--- Work instruction ---
Locate every line in the records below that holds the word "changed" and return each one.

Entries taken from a collection:

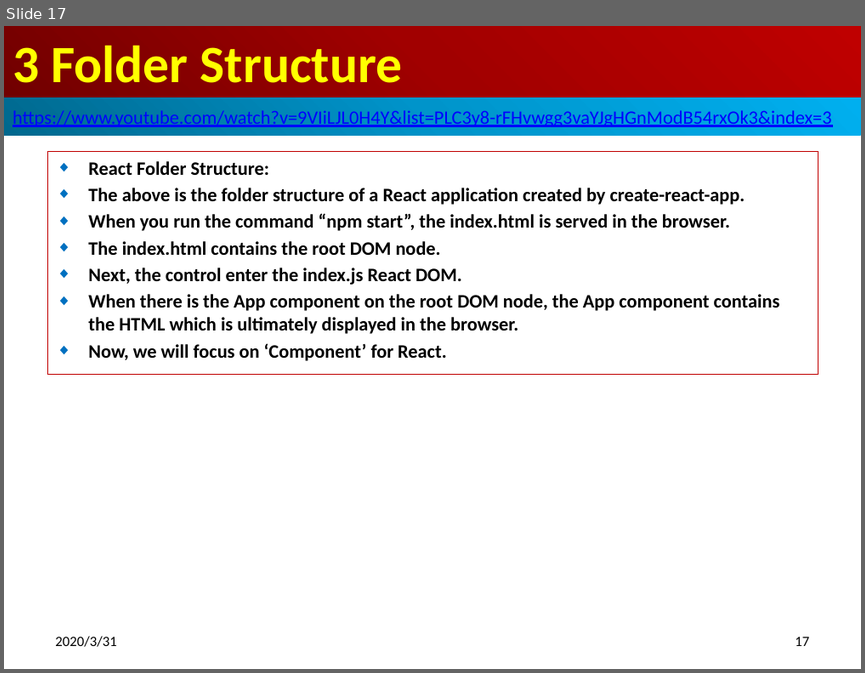
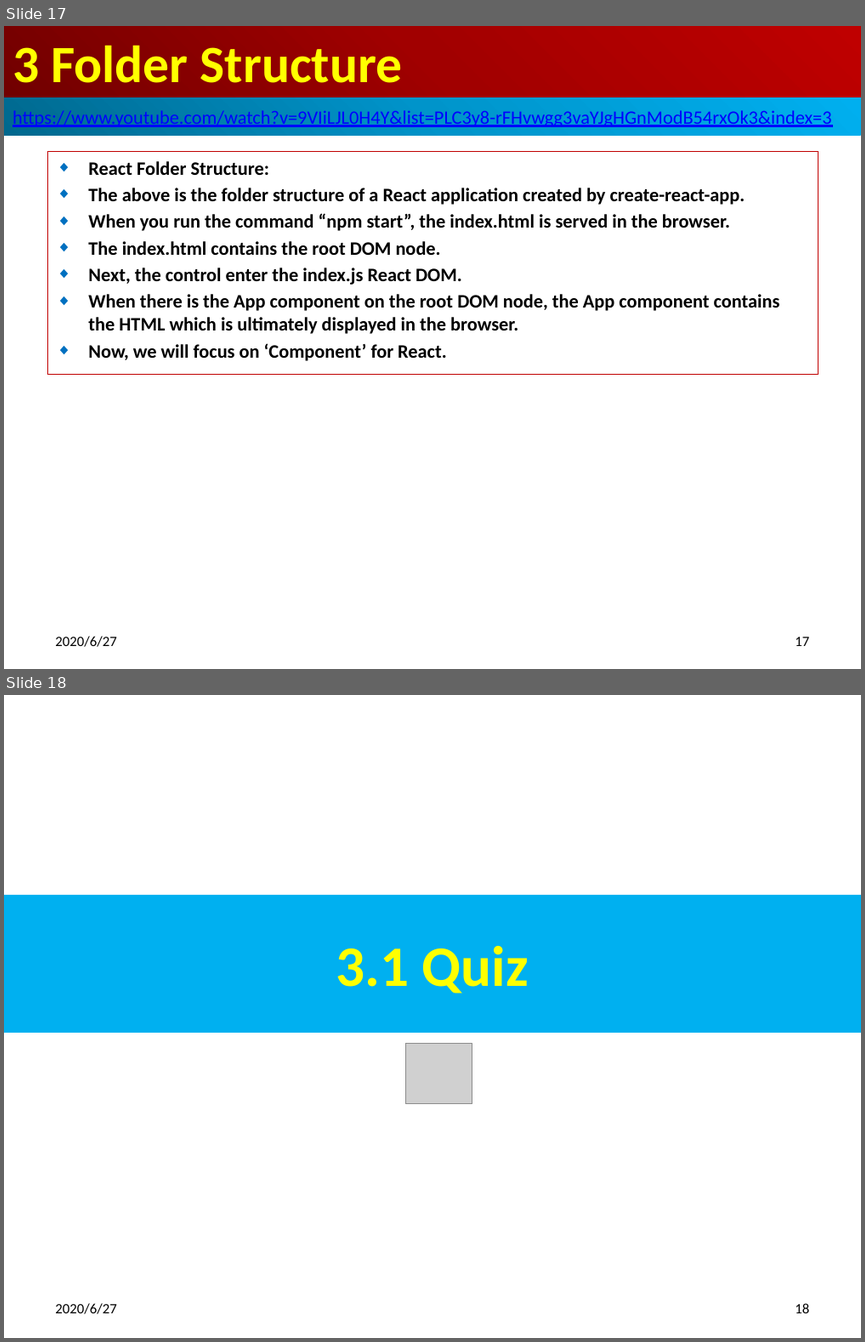
Before and after one commit to peterhchen/800-React-Hook, a slide deck: 03_FolderStruct.pptx. Shown one above the other, each under a label of ours: slide 17 before the commit, slides 17 and 18 after it. The pictures are 865x673 and 865x1342 pixels, drawn with LibreOffice and Linux fonts; fonts in the diff are those of the drawing; grey boxes stand for pictures. Boxes give left, top, right and bottom in pixels: in the first picture for what was removed or moved away, otherwise in the second. Text is boxed around its words. In the diff, an @@ line names an element or a change of style, - is before the commit and + after.

Commit message:
ch03 quiz

```diff
--- a/03_FolderStruct.pptx
+++ b/03_FolderStruct.pptx
@@ slide 18 added at (4, 695, 861, 1338), background #FFFFFF @@
@@ title added at (4, 895, 861, 1032), fill #00B0F0, 48 pt, text #FFFF00, bold @@
+3.1 Quiz
@@ picture added at (406, 1043, 472, 1103) @@
@@ text added at (55, 1303, 116, 1314), 12 pt, text #000000 @@
+2020/6/27
@@ page number added at (794, 1303, 809, 1313), 12 pt, text #000000 @@
+18
@@ slide 17 changed as well @@
@@ text at (55, 635, 116, 646): text changed @@
-2020/3/31
+2020/6/27
```
Also in this commit, not shown: 17 other slides changed, 1 other slide added.

--- Your response ---
@@ slide 17 changed as well @@
@@ text at (55, 635, 116, 646): text changed @@
Also in this commit, not shown: 17 other slides changed, 1 other slide added.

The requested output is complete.